In this episode we interview Rasheda Alexander and Sterling Johnson. They are both participants in the struggle to defend the UC Townhomes, which residents have renamed the People’s Townhomes in Philadelphia. This one of the most recent flashpoint struggles in Philadelphia in a long struggle to defend the neighborhoods Black Philadelphians were originally segregated into from the forces of gentrification and displacement. Sterling who is an organizer with Philadelphia Housing Action joined us previously in part 1 of our conversation on the book How We Stay Free to talk about the massive housing struggles for homeless people in Philadelphia in 2020.
In this episode both Rasheda and Sterling offer personal context, overarching analysis, and talk about the issue of housing among other things as a racial justice issue, as a disability justice issue, and as an issue of justice for the elderly.
Rasheda provides listeners with a concrete understanding of the liberatory potential of struggles like this, how they can transform relations among participants and be an example of abolition in practice. Sterling provides a great deal of analysis and context around the forces housing organizers have to fight, and advocates for a proliferation of encampments as a tactic in that struggle.

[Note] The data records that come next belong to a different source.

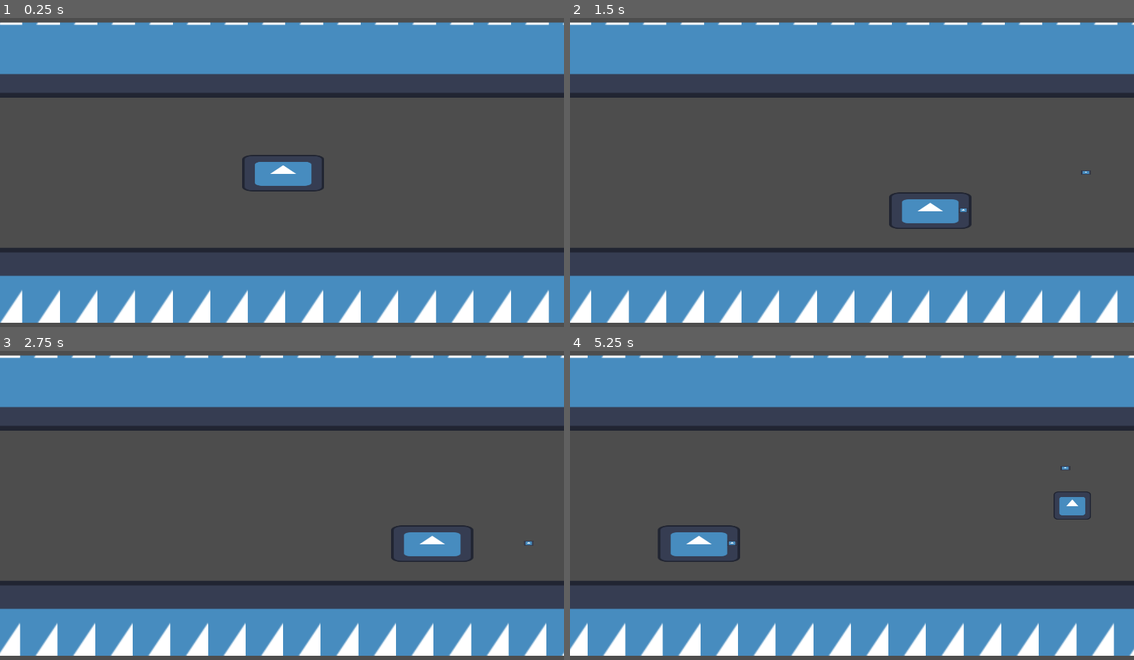
Above: before the commit, frames 1-4 (two rows, left to right).
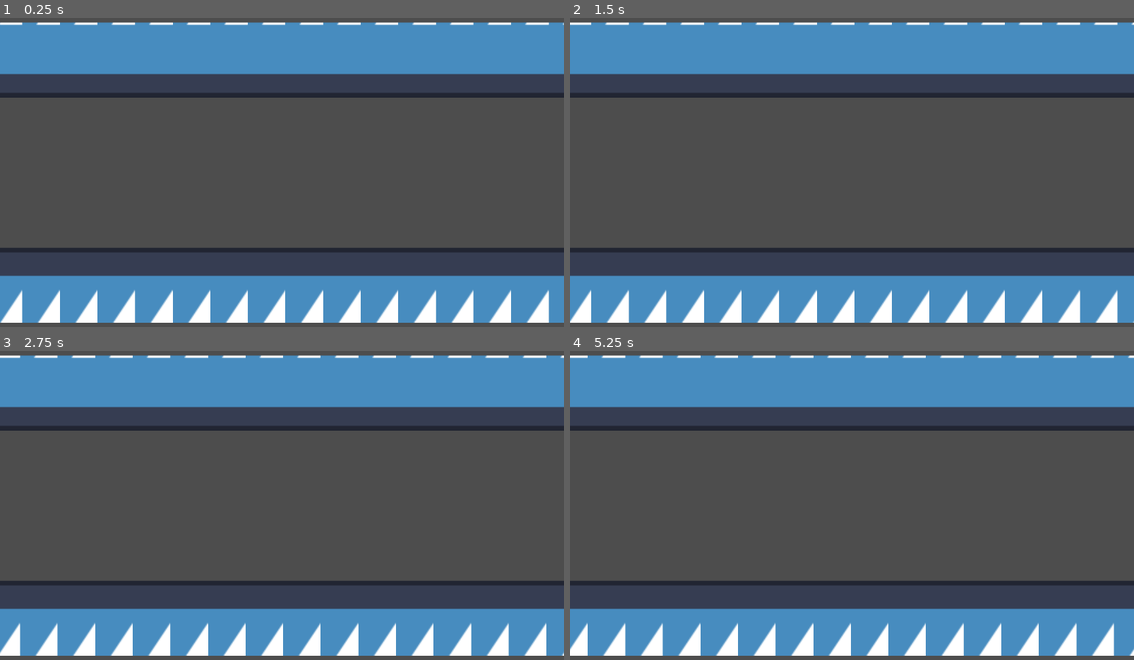
Above: after the commit, the same moments.

Repository: LuisGarrillo/frame-breakers
Game: Godot game, scene res://scenes/level/level.tscn
Same seed, same stepped clock (60 frames per second), same inputs: the game is played once before the commit and once after it. The engine's default icon, where the game draws it, is replaced by a stand-in: a white triangle on a blue panel in a dark square.
Inputs:
- Up to frame 1 (0.25 s): no input
- Up to frame 2 (1.5 s): hold Right (right) 0.53-1.28 s; tap Space (Attack) at 0.6, 1.35 s; hold Down (down) from 1.28 s (still down)
- Up to frame 3 (2.75 s): release Down (down) at 2.03 s; hold Right (right) from 2.03 s (still down); tap Space (Attack) at 2.1 s
- Up to frame 4 (5.25 s): release Right (right) at 2.78 s; hold Up (up) 2.78-3.53 s; tap Space (Attack) every 0.75 s from 2.85 to 5.1 s; hold Left (left) 3.53-5.03 s; hold Down (down) from 5.03 s (still down)

The runs differ from the first frame. In frame 1, 1.0% of the frame differs, in the area x 42-58%, y 44-57%; in frame 2, 1.1%; in frame 3, 1.0%; in frame 4, 1.4%, in the area x 15-93%, y 37-69%.
Error after the commit: Parse Error: Expected indented block after function declaration. (res://scripts/level/level.gd:51)

Commit message:
Set up start screen

Diff:
--- a/frame-breakers/project.godot
+++ b/frame-breakers/project.godot
@@ -64,6 +64,11 @@
 "events": [Object(InputEventKey,"resource_local_to_scene":false,"resource_name":"","device":-1,"window_id":0,"alt_press …(195 unchanged characters)…
 ]
 }
+accept={
+"deadzone": 0.2,
+"events": [Object(InputEventKey,"resource_local_to_scene":false,"resource_name":"","device":-1,"window_id":0,"alt_pressed":false,"shift_pressed":false,"ctrl_pressed":false,"meta_pressed":false,"pressed":false,"keycode":0,"physical_keycode":4194309,"key_label":0,"unicode":0,"location":0,"echo":false,"script":null)
+]
+}
 
 [layer_names]
 
--- a/frame-breakers/scenes/level/level.tscn
+++ b/frame-breakers/scenes/level/level.tscn
@@ -9,6 +9,9 @@
 [node name="Level" type="Node2D"]
 script = ExtResource("1_nbgty")
 time_ratio = 10
+speed_change_ratio = null
+enemy_wait_shoot_decreaser = null
+enemy_wait_shoot = null
 
 [node name="WallsHolderA" type="Node2D" parent="." node_paths=PackedStringArray("wallA", "wallB")]
 position = Vector2(0, 64)
@@ -39,6 +42,7 @@
 [node name="HazardHolder" type="Node2D" parent="."]
 
 [node name="Player" parent="." instance=ExtResource("1_h3e3j")]
+position = Vector2(-277, 0)
 
 [node name="Camera2D" type="Camera2D" parent="."]
 position = Vector2(0, -1)
@@ -48,7 +52,6 @@
 
 [node name="EnemyGeneration" type="Timer" parent="."]
 wait_time = 5.0
-autostart = true
 
 [connection signal="add_projectile" from="Player" to="." method="_on_player_add_projectile"]
 [connection signal="timeout" from="EnemyGeneration" to="." method="_on_enemy_generation_timeout"]
--- a/frame-breakers/scripts/level/level.gd
+++ b/frame-breakers/scripts/level/level.gd
@@ -11,6 +11,7 @@
 @export var time_ratio : int = 30
 @export var speed_change_ratio : float = 1.2
 
+var active : bool = false
 var frame_accumulator : float = 0
 var accumulator := 0
 var increment : int
@@ -30,6 +31,9 @@
 const ENEMY = preload("res://scenes/level/enemy.tscn")
 
 func _physics_process(delta: float) -> void:
+	if not active:
+		return
+
 	if increment == 5:
 		return
 
@@ -43,6 +47,9 @@
 		increment += 1
 		check_increment()
 		Global.speed *= speed_change_ratio
+
+func _input(event: InputEvent) -> void:
+
 
 func check_increment() -> void:
 	if increment == 2:
--- a/frame-breakers/scripts/level/player.gd
+++ b/frame-breakers/scripts/level/player.gd
@@ -19,7 +19,7 @@
 var right_range = (Global.screen_width / 2) - 32 * 2
 var left_range = right_range * -1
 
-var is_locked := false
+var is_locked := true
 
 var initial_speed = Global.speed
 
Binary file added: frame-breakers/assets/fonts/monogram-extended.ttf
Not shown, added: frame-breakers/assets/fonts/monogram-extended.ttf.import
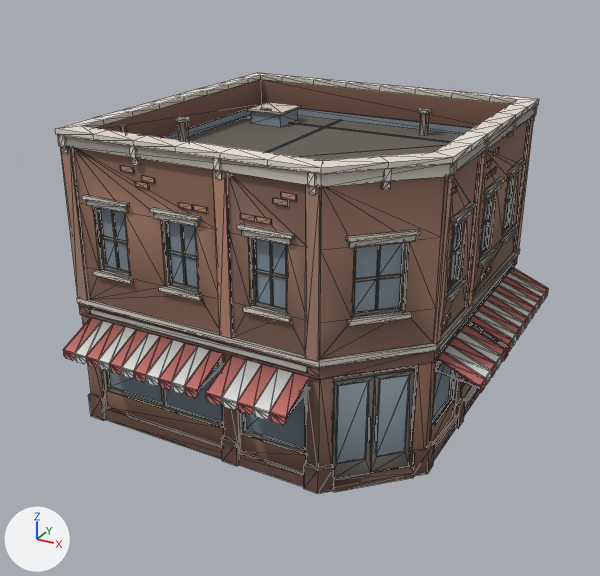
Before and after pictures for a commit that changed the glTF model src/client/assets/props/nyc/cornershop.glb.
Both versions are drawn from a 50 mm lens placed at (8.29, -16.16, 10.91), pointed at (-0.01, -1.07, 3.37). Arrows for +X, +Y and +Z are at lower left; the lights stay in place. The picture after the commit comes second. Mesh edges are drawn as thin lines. Vertices at exactly the same position are counted once.

Script lines for the objects in view, before the commit:
```python
me_cornershop = bpy.data.meshes.new('cornershop')
me_cornershop.from_pydata(...)  # 2326 vertices, 2909 faces; spans x -4.43..4.43, y -4.43..4.43, z 0.0..7.0
me_cornershop.materials.append(mat_kit)
ob_cornershop = bpy.data.objects.new('cornershop', me_cornershop)
ob_cornershop.location = (0.0, 0.0, 0.0)
```
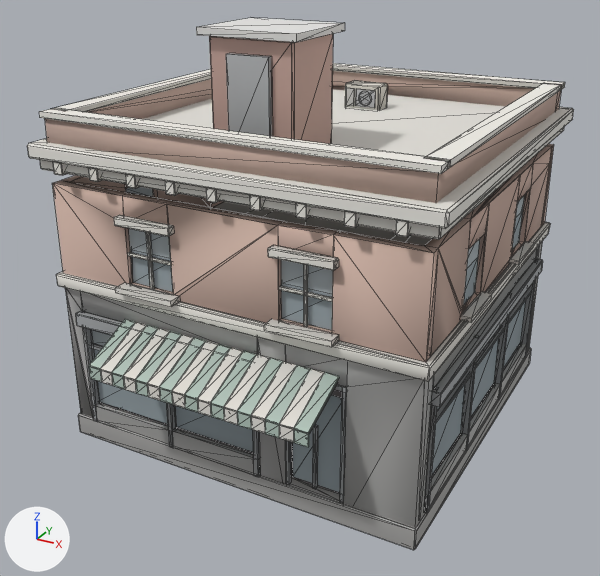
What the commit changed:
me_cornershop is used by ob_cornershop; location (0.0, 0.0, 0.0).
me_cornershop had 2326 vertices, 2909 faces and spanned x -4.43..4.43, y -4.43..4.43, z 0.0..7.0.
me_cornershop now has 1780 vertices, 3060 faces and spans x -4.43..4.43, y -5.33..4.43, z 0.0..9.16.
me_cornershop part 1: a new loose piece, a box spanning x -4.18..4.18, y 3.77..4.18, z 7.37..7.49, in mat_kit.
me_cornershop part 2: a new loose piece, a box spanning x -4.18..-3.77, y -3.88..3.88, z 7.37..7.49, in mat_kit.
me_cornershop part 3: a new loose piece, a box spanning x 3.77..4.18, y -3.88..3.88, z 7.37..7.49, in mat_kit.
me_cornershop part 4: a new loose piece, a box spanning x -1.05..1.05, y -3.13..-1.23, z 9.02..9.16, in mat_kit.
me_cornershop part 5: a new loose piece, a box spanning x 3.885..3.925, y -3.625..3.625, z 0.47..3.22, in mat_kit.
me_cornershop part 6: a new loose piece, a box spanning x 4.05..4.17, y 1.23..3.61, z 0.47..0.89, in mat_kit.
me_cornershop part 7: a new loose piece, a box spanning x 4.025..4.185, y 3.505..3.605, z 0.47..3.22, in mat_kit.
me_cornershop part 8: a new loose piece, a box spanning x 4.035..4.135, y -3.575..3.575, z 2.355..2.425, in mat_kit.
me_cornershop part 9: a new loose piece, a box spanning x 4.105..4.325, y -2.287..-0.988, z 4.035..4.135, in mat_kit.
me_cornershop part 10: a new loose piece, a box spanning x 4.105..4.325, y 0.988..2.287, z 4.035..4.135, in mat_kit.
me_cornershop part 11: a new loose piece, a box spanning x 4.025..4.185, y -3.605..-3.505, z 0.47..3.22, in mat_kit.
me_cornershop part 12: a new loose piece, a box spanning x 4.03..4.18, y -1.26..-1.16, z 0.47..3.22, in mat_kit.
me_cornershop part 13: a new loose piece, a box spanning x 4.03..4.18, y 1.16..1.26, z 0.47..3.22, in mat_kit.
me_cornershop part 14: a new loose piece, a box spanning x -4.18..4.18, y -4.18..-3.77, z 7.37..7.49, in mat_kit.
me_cornershop part 15: a new loose piece, a box spanning x 4.04..4.16, y -3.61..-1.23, z 0.47..0.89, in mat_kit.
me_cornershop part 16: a new loose piece, a box spanning x 4.05..4.16, y -1.19..1.19, z 0.47..0.89, in mat_kit.
me_cornershop part 17: the loose piece of 1014 vertices spanning x -4.43..3.58, y -3.58..4.43, z 0.0..7.0 is rebuilt with 575 vertices and now spans x -4.25..4.26, y -4.26..4.25, z 0.01..6.03.
me_cornershop part 18: 124 loose pieces with 1312 vertices, spanning x -4.36..4.43, y -4.43..4.4, z 0.0..6.9, are deleted.
me_cornershop part 19: 965 vertices added at x -4.43..4.43, y -5.33..4.43, z 0.0..9.02.
Other edits to the shape of me_cornershop do not show in these pictures.

Changed parts and their boxes (x1, y1, x2, y2) in the pictures (600 x 576 px):
'cornershop', reshaped (11% wider, 27% taller): before (55, 73, 548, 493); after (27, 18, 574, 550)
part 1 of me_cornershop, added: after (332, 63, 565, 90)
part 2 of me_cornershop, added: after (52, 69, 211, 112)
part 3 of me_cornershop, added: after (425, 83, 562, 169)
part 4 of me_cornershop, added: after (196, 18, 345, 42)
part 5 of me_cornershop, added (mostly hidden): after (432, 341, 517, 478)
part 6 of me_cornershop, added: after (500, 344, 526, 396)
part 7 of me_cornershop, added: after (521, 260, 536, 358)
part 8 of me_cornershop, added: after (436, 290, 531, 423)
part 9 of me_cornershop, added: after (461, 291, 492, 323)
part 10 of me_cornershop, added: after (509, 241, 534, 265)
part 11 of me_cornershop, added: after (424, 387, 438, 513)
part 12 of me_cornershop, added: after (461, 335, 478, 452)
part 13 of me_cornershop, added: after (494, 293, 511, 400)
part 14 of me_cornershop, added: after (39, 109, 450, 174)
part 15 of me_cornershop, added: after (424, 434, 467, 510)
part 16 of me_cornershop, added: after (468, 384, 500, 446)
part 17 of me_cornershop, rebuilt: before (55, 73, 539, 493); after (52, 144, 554, 527)
part 18 of me_cornershop, deleted: before (59, 102, 548, 479)
part 19 of me_cornershop, added: after (27, 34, 574, 550)

It is important context to know that the protest camp, by which I mean basically the pallets and the tents, was removed by the Philadelphia Sheriff’s Office this past Monday. When we had spoken on July 27th it was supposed to originally have been removed on that day. It was through organizing, resistance, and support from other groups in Philly including organized labor that the encampment lasted as long as it did. I’m going to play a quick clip of audio of Philadelphia’s Sheriff who brands herself as a “social justice warrior” as she is removing the encampment. In the background you can hear residents and protesters chanting “we ain’t goin’ nowhere,” which has been a clarion call of the Save UC Townhomes movement.
Even with the encampment’s tents and barriers removed, the protest and the fight to Save UC Townhomes will continue. Please connect with them by following them on social media for more updates on how to support their struggle. And get involved in housing struggles in your own community. Even if it is not your home being impacted, these fights affect all of us.
We’ll include more links in the show notes, including an Opinion piece that came out in the Philly Inquirer after the demolition of the encampment:
“We are still waiting for the Mayor’s Office to respond to our demands. However, I am grateful for all of the support that our protest camp has received, and look forward to continuing our fight regardless of the court or the sheriff’s decision to dismantle it. I cherish this community and I will continue to fight for it until I can’t anymore.”
That quote by Maria Lyles, who is a resident of UC Townhomes, sums up the perspectives from residents who have been struggling to defend their community in this fight. It also echoes much of Rasheda’s sentiment in this conversation.
An editors note, this episode was a live conversation much of which the interviewees were outside, or at UC Townhomes. So there were a couple parts that had to be clipped, and there are still some issues that remain in the audio, in all cases they are brief and clear up quickly.